What is required :: Reproduce exactly the lines of the material beneath, from the line that contains "SHOULDER_OUT_X), rib_y, rib_z))" to the line that contains "tab_y = (SHOULDER_START_Y, WINDING_BACK_Y)", both included, and no other lines.

Record extracts ::
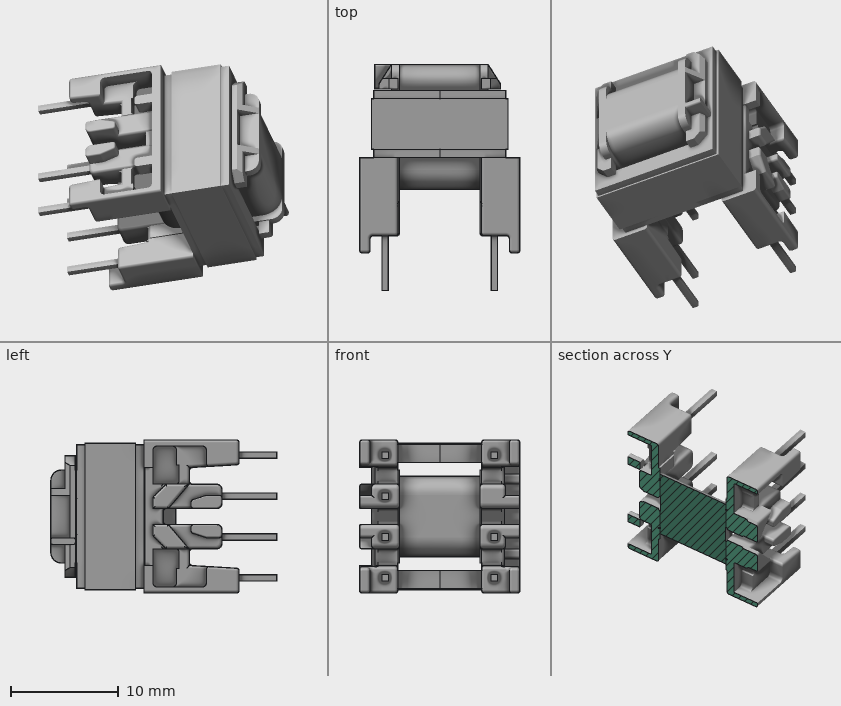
import cadquery as cq


OVERALL_Y = 21.0

CORE_X = 12.27
CORE_Y = 6.25
CORE_Z = 13.36
CORE_LEG = 1.68
CORE_BACK_X = 4.5
CENTRE_LEG_Z = 2 * CORE_LEG

TAPE_X = 12.71
TAPE_Z = 13.65
TAPE_START_Y = 0.75
TAPE_WIDTH = 4.73

WINDING_X = 7.48
WINDING_Z = 7.52
WINDING_BACK_Y = 8.65
WINDING_FRONT_Y = -2.98
WINDING_RADIUS = 1.8
WINDING_Y = WINDING_BACK_Y - WINDING_FRONT_Y
WINDING_MID_Y = (WINDING_BACK_Y + WINDING_FRONT_Y) / 2

TUBE_WALL = 0.63
TUBE_Z = CENTRE_LEG_Z + 2 * TUBE_WALL
FLANGE_IN_X = WINDING_X / 2
FLANGE_Z = 8.65
FLANGE_BACK_RADIUS = 0.99

SHOULDER_IN_X = 3.89
SHOULDER_OUT_X = 5.65
SHOULDER_Z = 11.3
SHOULDER_START_Y = 6.37
SHOULDER_STEP_Y = 6.85
SHOULDER_END_Y = 7.33
SHOULDER_CORNER = 0.92
RIB_IN_Z = 1.97
RIB_WIDTH = 0.63
TAB_OUT_X = 6.05
TAB_ROUND = 0.2

BLOCK_OUT_X = 7.45
BLOCK_IN_X = 3.89
BLOCK_Z = 14.25
BLOCK_FRONT_Y = -7.27
EDGE_RADIUS = 0.27
SPUR_WIDTH = 0.99
SPUR_END_Y = -8.87
SPUR_CORNER_RADIUS = 0.3
CORNER_ROOT_Z = 4.54
CORNER_TIP_Z = 4.81
BACK_WALL_Y = -0.85
BACK_WALL_X = 6.32
BACK_WALL_GAP = 0.08
BACK_WALL_ROUND = 0.2
WEB_OUT_X = 6.0
WEB_FRONT_Y = -4.25
WEB_CENTRE_FRONT_Y = -1.8

POCKET_TOP_Z = 6.55
POCKET_FRONT_Y = -5.82
POCKET_RADIUS = 0.42
DEEP_POCKET_FRONT_Y = -3.05
DEEP_POCKET_LOW_FRONT_Y = -3.25
DEEP_POCKET_X = 4.77

TERMINAL_LOW_Z = 0.74
TERMINAL_HIGH_Z = 3.0
TERMINAL_TIP_RADIUS = 0.5
GUIDE_CHAMFER = 1.22
GUIDE_DIAGONAL_LOW_Y = -2.27
GUIDE_DIAGONAL_HIGH_Y = -4.2
GUIDE_ROUND = 0.25
HOOK_IN_X = 5.59
HOOK_TOP_Z = 1.97
HOOK_BEND_Y = -5.82
HOOK_NECK_Y = -4.4
HOOK_NECK_Z = 1.51
HOOK_ROUND = 0.15
RIGHT_NOTCH_X = 6.11
RIGHT_RIB_HIGH_Z = 3.95
RIGHT_RIB_FRONT_Y = -2.52

PIN_SIZE = 0.6
PIN_X = 5.08
PIN_PITCH = 3.8
PIN_TIP_Y = WINDING_BACK_Y - OVERALL_Y

LEFT, RIGHT = -1, 1
SELECT_MARGIN = 0.02


def box(x_range, y_range, z_range):
    """Box between two coordinates on each axis, given in either order."""
    (x0, x1), (y0, y1), (z0, z1) = sorted(x_range), sorted(y_range), sorted(z_range)
    return cq.Workplane("XY").box(x1 - x0, y1 - y0, z1 - z0, centered=False).translate((x0, y0, z0))


def edges_within(x_range, y_range, z_range):
    """Selector for the edges whose centres lie within the ranges, ends included."""
    low, high = zip(*(
        (min(ends) - SELECT_MARGIN, max(ends) + SELECT_MARGIN) for ends in (x_range, y_range, z_range)
    ))
    return cq.selectors.BoxSelector(low, high)


def prism_along_x(points, x_start, x_end):
    """Outline of (y, z) points extruded from x_start to x_end."""
    return cq.Workplane("YZ", origin=(x_start, 0, 0)).polyline(points).close().extrude(x_end - x_start)


def with_mirror_z(shape):
    """The shape together with its copy on the other side of Z = 0."""
    return shape.union(shape.mirror("XY"))


def mirrored_to(side, shape):
    """A shape built at +X, moved to the given side."""
    return shape if side == RIGHT else shape.mirror("YZ")


def inside_corner_fillet(y, z, side, x_range):
    """Concave fillet along X that fills the corner at (y, z) towards -Y and the given side in Z."""
    x_start, x_end = x_range
    corner_y = y - EDGE_RADIUS
    corner_z = z + side * EDGE_RADIUS
    rounding = (
        cq.Workplane("YZ", origin=(x_start, 0, 0))
        .center(corner_y, corner_z)
        .circle(EDGE_RADIUS)
        .extrude(x_end - x_start)
    )
    return box(x_range, (y, corner_y), (z, corner_z)).cut(rounding)


def make_core_half(side):
    yoke = box((CORE_BACK_X, CORE_X / 2), (0, CORE_Y), (-CORE_Z / 2, CORE_Z / 2))
    outer_leg = box((0, CORE_BACK_X), (0, CORE_Y), (CORE_Z / 2 - CORE_LEG, CORE_Z / 2))
    centre_leg = box((0, CORE_BACK_X), (0, CORE_Y), (-CENTRE_LEG_Z / 2, CENTRE_LEG_Z / 2))
    return mirrored_to(side, yoke.union(with_mirror_z(outer_leg)).union(centre_leg))


def make_tape():
    tape_y = (TAPE_START_Y, TAPE_START_Y + TAPE_WIDTH)
    outside = box((-TAPE_X / 2, TAPE_X / 2), tape_y, (-TAPE_Z / 2, TAPE_Z / 2))
    return outside.cut(box((-CORE_X / 2, CORE_X / 2), tape_y, (-CORE_Z / 2, CORE_Z / 2)))


def make_winding():
    return (
        cq.Workplane("YZ", origin=(-WINDING_X / 2, 0, 0))
        .center(WINDING_MID_Y, 0)
        .rect(WINDING_Y, WINDING_Z)
        .extrude(WINDING_X)
        .edges("|X")
        .fillet(WINDING_RADIUS)
        .cut(tube_outside())
    )


def tube_outside():
    tube_y = (-TUBE_WALL, CORE_Y + TUBE_WALL)
    return box((-FLANGE_IN_X, FLANGE_IN_X), tube_y, (-TUBE_Z / 2, TUBE_Z / 2))


def centre_leg_hole():
    return box((-CORE_BACK_X, CORE_BACK_X), (0, CORE_Y), (-CENTRE_LEG_Z / 2, CENTRE_LEG_Z / 2))


def flange():
    """Flange plate; its front edge stands back between the two middle terminals."""
    half_z = FLANGE_Z / 2
    plate = box((FLANGE_IN_X, CORE_BACK_X), (WEB_FRONT_Y, WINDING_BACK_Y), (-half_z, half_z))
    plate = plate.edges("|X and >Y").fillet(FLANGE_BACK_RADIUS)
    plate = plate.cut(web_centre_gap())
    front_edges = edges_within(
        (FLANGE_IN_X, FLANGE_IN_X), (WEB_FRONT_Y, WEB_CENTRE_FRONT_Y), (-half_z, half_z)
    )
    return plate.edges("|Z").edges(front_edges).fillet(EDGE_RADIUS)


def web_centre_gap():
    gap_z = (-TERMINAL_HIGH_Z, TERMINAL_HIGH_Z)
    return box((0, BLOCK_OUT_X), (WEB_FRONT_Y, WEB_CENTRE_FRONT_Y), gap_z)


def shoulder():
    """Shoulder behind the yoke, sloping at the ends and lowered between the ribs."""
    low_points = [
        (SHOULDER_IN_X, SHOULDER_START_Y),
        (SHOULDER_OUT_X, SHOULDER_START_Y),
        (SHOULDER_OUT_X, SHOULDER_STEP_Y),
    ]
    rib_profile = low_points + [(CORE_BACK_X, WINDING_BACK_Y), (SHOULDER_IN_X, WINDING_BACK_Y)]
    wedge = cq.Workplane("XY").polyline(rib_profile).close().extrude(SHOULDER_Z / 2, both=True)
    body_y = (SHOULDER_START_Y, SHOULDER_END_Y)
    body = box((SHOULDER_IN_X, SHOULDER_OUT_X), body_y, (-SHOULDER_Z / 2, SHOULDER_Z / 2))
    body = body.edges("|Y and >X").chamfer(SHOULDER_CORNER).intersect(wedge)
    between_ribs = box(
        (CORE_BACK_X, SHOULDER_OUT_X), (SHOULDER_STEP_Y, SHOULDER_END_Y), (-RIB_IN_Z, RIB_IN_Z)
    )
    rib_z = (RIB_IN_Z, RIB_IN_Z + RIB_WIDTH)
    rib_y = (SHOULDER_START_Y, WINDING_BACK_Y)
    rib = wedge.intersect(box((CORE_BACK_X, SHOULDER_OUT_X), rib_y, rib_z))
    return body.cut(between_ribs).union(with_mirror_z(rib))


def rib_tab():
    """Tab that fills the lower left rib out to a full rectangle."""
    tab_y = (SHOULDER_START_Y, WINDING_BACK_Y)
    tab = box((-TAB_OUT_X, -CORE_BACK_X), tab_y, (-RIB_IN_Z - RIB_WIDTH, -RIB_IN_Z))
    return tab.edges("|X").fillet(TAB_ROUND)


def corner_block():
    """Corner block at +X, +Z, with a spur at its outer side."""
    spur_in_x = BLOCK_OUT_X - SPUR_WIDTH
    block = (
        cq.Workplane("XY", origin=(0, 0, CORNER_ROOT_Z))
        .moveTo(BLOCK_IN_X, 0)
        .lineTo(BLOCK_IN_X, BLOCK_FRONT_Y)
        .lineTo(spur_in_x, BLOCK_FRONT_Y)
        .lineTo(spur_in_x, SPUR_END_Y)
        .lineTo(BLOCK_OUT_X, SPUR_END_Y)
        .lineTo(BLOCK_OUT_X, 0)
        .close()
        .extrude(BLOCK_Z / 2 - CORNER_ROOT_Z)
    )
    draft = [(WEB_FRONT_Y, CORNER_ROOT_Z), (SPUR_END_Y, CORNER_ROOT_Z), (SPUR_END_Y, CORNER_TIP_Z)]
    block = block.cut(prism_along_x(draft, BLOCK_IN_X, BLOCK_OUT_X))
    block_z = (CORNER_ROOT_Z, BLOCK_Z / 2)
    spur_corner = edges_within((spur_in_x, spur_in_x), (BLOCK_FRONT_Y, BLOCK_FRONT_Y), block_z)
    block = block.edges("|Z").edges(spur_corner).fillet(SPUR_CORNER_RADIUS)
    spur_tip = edges_within((spur_in_x, BLOCK_OUT_X), (SPUR_END_Y, SPUR_END_Y), block_z)
    inner_front = edges_within((BLOCK_IN_X, BLOCK_IN_X), (BLOCK_FRONT_Y, BLOCK_FRONT_Y), block_z)
    block = block.edges("|Z").edges(spur_tip + inner_front).fillet(EDGE_RADIUS)
    block = block.faces(">Z").edges("not >Y").fillet(EDGE_RADIUS)
    block = block.cut(shallow_pocket())
    below_web_front = edges_within(
        (BLOCK_IN_X, BLOCK_OUT_X), (SPUR_END_Y, WEB_FRONT_Y - EDGE_RADIUS), (CORNER_ROOT_Z, CORNER_TIP_Z)
    )
    return block.edges(below_web_front).fillet(EDGE_RADIUS)


def pocket_part(x_floor, y_front, z_low):
    hole = box((x_floor, BLOCK_OUT_X), (y_front, BACK_WALL_Y), (z_low, POCKET_TOP_Z))
    return hole.edges("|X and >Z").fillet(POCKET_RADIUS)


def shallow_pocket():
    """Pocket in the outer side of the +X, +Z corner block, down to the outer face of the web."""
    return pocket_part(WEB_OUT_X, POCKET_FRONT_Y, CORNER_ROOT_Z - EDGE_RADIUS)


def deep_pocket():
    """Deeper part of the pocket, beside the back wall and reaching to the middle terminal."""
    deep = pocket_part(DEEP_POCKET_X, DEEP_POCKET_FRONT_Y, TERMINAL_HIGH_Z)
    deep_low = box(
        (DEEP_POCKET_X, BLOCK_OUT_X),
        (DEEP_POCKET_LOW_FRONT_Y, BACK_WALL_Y),
        (TERMINAL_HIGH_Z, CORNER_TIP_Z),
    )
    return deep.union(deep_low.edges("|X and <Y and <Z").fillet(EDGE_RADIUS))


def web():
    """Wall that joins the two corner blocks."""
    half_z = CORNER_ROOT_Z + EDGE_RADIUS
    wall = box((BLOCK_IN_X, WEB_OUT_X), (WEB_FRONT_Y, 0), (-half_z, half_z))
    wall = wall.edges("|Z and >X and <Y").fillet(EDGE_RADIUS)
    return wall.cut(web_centre_gap())


def web_corner_fillets():
    """Fillets between the front of the web and the corner block and middle terminal beside it."""
    x_range = (BLOCK_IN_X, WEB_OUT_X - EDGE_RADIUS)
    corners = [
        (WEB_FRONT_Y, CORNER_ROOT_Z, -1),
        (WEB_FRONT_Y, TERMINAL_HIGH_Z, 1),
        (WEB_CENTRE_FRONT_Y, TERMINAL_LOW_Z, -1),
    ]
    fillets = [inside_corner_fillet(y, z, side, x_range) for y, z, side in corners]
    return with_mirror_z(fillets[0].union(fillets[1]).union(fillets[2]))


def terminal_base(outer_x):
    """Body of the upper middle terminal, from the flange out to outer_x."""
    base = box(
        (FLANGE_IN_X, outer_x), (BLOCK_FRONT_Y, BACK_WALL_Y), (TERMINAL_LOW_Z, TERMINAL_HIGH_Z)
    )
    base = base.edges("|X and <Y").fillet(TERMINAL_TIP_RADIUS)
    base = base.faces(">X").edges("not >Y").fillet(EDGE_RADIUS)
    return base.faces("<X").edges("<Y").fillet(EDGE_RADIUS)


def wire_hook():
    """Hook on the low side of the upper middle terminal, pointing towards the core."""
    hook = prism_along_x(
        [
            (BLOCK_FRONT_Y, TERMINAL_LOW_Z),
            (BLOCK_FRONT_Y, HOOK_TOP_Z),
            (HOOK_BEND_Y, HOOK_TOP_Z),
            (HOOK_NECK_Y, HOOK_NECK_Z),
            (HOOK_NECK_Y, TERMINAL_LOW_Z),
        ],
        HOOK_IN_X,
        BLOCK_OUT_X,
    )
    hook = hook.edges("|X and <Y and <Z").fillet(TERMINAL_TIP_RADIUS)
    hook = hook.edges("|X and >Y").fillet(GUIDE_ROUND)
    tip_top = edges_within((0, BLOCK_OUT_X), (BLOCK_FRONT_Y, BLOCK_FRONT_Y), (HOOK_TOP_Z, HOOK_TOP_Z))
    hook = hook.edges(tip_top).fillet(EDGE_RADIUS)
    return hook.faces(">X").edges().fillet(HOOK_ROUND)


def rear_guide():
    """Raised guide beside the back wall, ending in a diagonal that leads the wire past the hook."""
    guide = prism_along_x(
        [
            (BACK_WALL_Y, TERMINAL_LOW_Z),
            (BACK_WALL_Y, TERMINAL_HIGH_Z - GUIDE_CHAMFER),
            (BACK_WALL_Y - GUIDE_CHAMFER, TERMINAL_HIGH_Z),
            (GUIDE_DIAGONAL_HIGH_Y, TERMINAL_HIGH_Z),
            (GUIDE_DIAGONAL_LOW_Y, TERMINAL_LOW_Z),
        ],
        WEB_OUT_X,
        BLOCK_OUT_X,
    )
    return guide.faces(">X").edges().fillet(GUIDE_ROUND)


def left_terminals():
    upper = terminal_base(BACK_WALL_X).union(wire_hook()).union(rear_guide())
    return mirrored_to(LEFT, with_mirror_z(upper))


def right_terminals():
    rib = box(
        (WEB_OUT_X, BLOCK_OUT_X), (RIGHT_RIB_FRONT_Y, 0), (TERMINAL_HIGH_Z, RIGHT_RIB_HIGH_Z)
    )
    rib = rib.edges("|X and <Y").fillet(EDGE_RADIUS)
    upper = terminal_base(RIGHT_NOTCH_X).union(wire_hook()).union(rib)
    return with_mirror_z(upper)


def left_back_wall():
    wall_z = (-CORNER_ROOT_Z, CORNER_ROOT_Z)
    wall = box((WEB_OUT_X - EDGE_RADIUS, BACK_WALL_X), (BACK_WALL_Y, -BACK_WALL_GAP), wall_z)
    wall = wall.edges("|Z and >X and >Y").fillet(BACK_WALL_ROUND)
    centre_z = (-TERMINAL_HIGH_Z, TERMINAL_HIGH_Z)
    centre = box((BLOCK_IN_X, BACK_WALL_X), (WEB_CENTRE_FRONT_Y, BACK_WALL_Y), centre_z)
    centre = centre.edges("|Z and >X and <Y").fillet(EDGE_RADIUS)
    return mirrored_to(LEFT, wall.union(centre))


def right_back_wall():
    return box((BLOCK_IN_X, BLOCK_OUT_X), (BACK_WALL_Y, 0), (-CORNER_ROOT_Z, CORNER_ROOT_Z))


def pins():
    """Pins in rows of four; the second place from the top of the right row stays empty."""
    row = [PIN_PITCH * step for step in (-1.5, -0.5, 0.5, 1.5)]
    places = [(side, z) for side in (LEFT, RIGHT) for z in row if (side, z) != (RIGHT, row[2])]
    half = PIN_SIZE / 2
    return [
        box(
            (side * PIN_X - half, side * PIN_X + half),
            (PIN_TIP_Y, DEEP_POCKET_FRONT_Y),
            (z - half, z + half),
        )
        for side, z in places
    ]


def make_bobbin():
    bobbin = tube_outside()
    for side in (LEFT, RIGHT):
        block = with_mirror_z(corner_block()).union(web()).union(flange()).cut(with_mirror_z(deep_pocket()))
        bobbin = bobbin.union(mirrored_to(side, block.union(shoulder())))
    bobbin = bobbin.union(left_back_wall()).union(right_back_wall())
    bobbin = bobbin.union(left_terminals()).union(right_terminals()).union(rib_tab())
    for side in (LEFT, RIGHT):
        bobbin = bobbin.union(mirrored_to(side, web_corner_fillets()))
    for pin in pins():
        bobbin = bobbin.union(pin)
    return bobbin.cut(centre_leg_hole())


bobbin = make_bobbin()
core_halves = [make_core_half(side) for side in (LEFT, RIGHT)]
tape = make_tape()
winding = make_winding()

result = cq.Compound.makeCompound(
    [bobbin.val(), *[half.val() for half in core_halves], tape.val(), winding.val()]
)

Answer box ::
    rib = wedge.intersect(box((CORE_BACK_X, SHOULDER_OUT_X), rib_y, rib_z))
    return body.cut(between_ribs).union(with_mirror_z(rib))


def rib_tab():
    """Tab that fills the lower left rib out to a full rectangle."""
    tab_y = (SHOULDER_START_Y, WINDING_BACK_Y)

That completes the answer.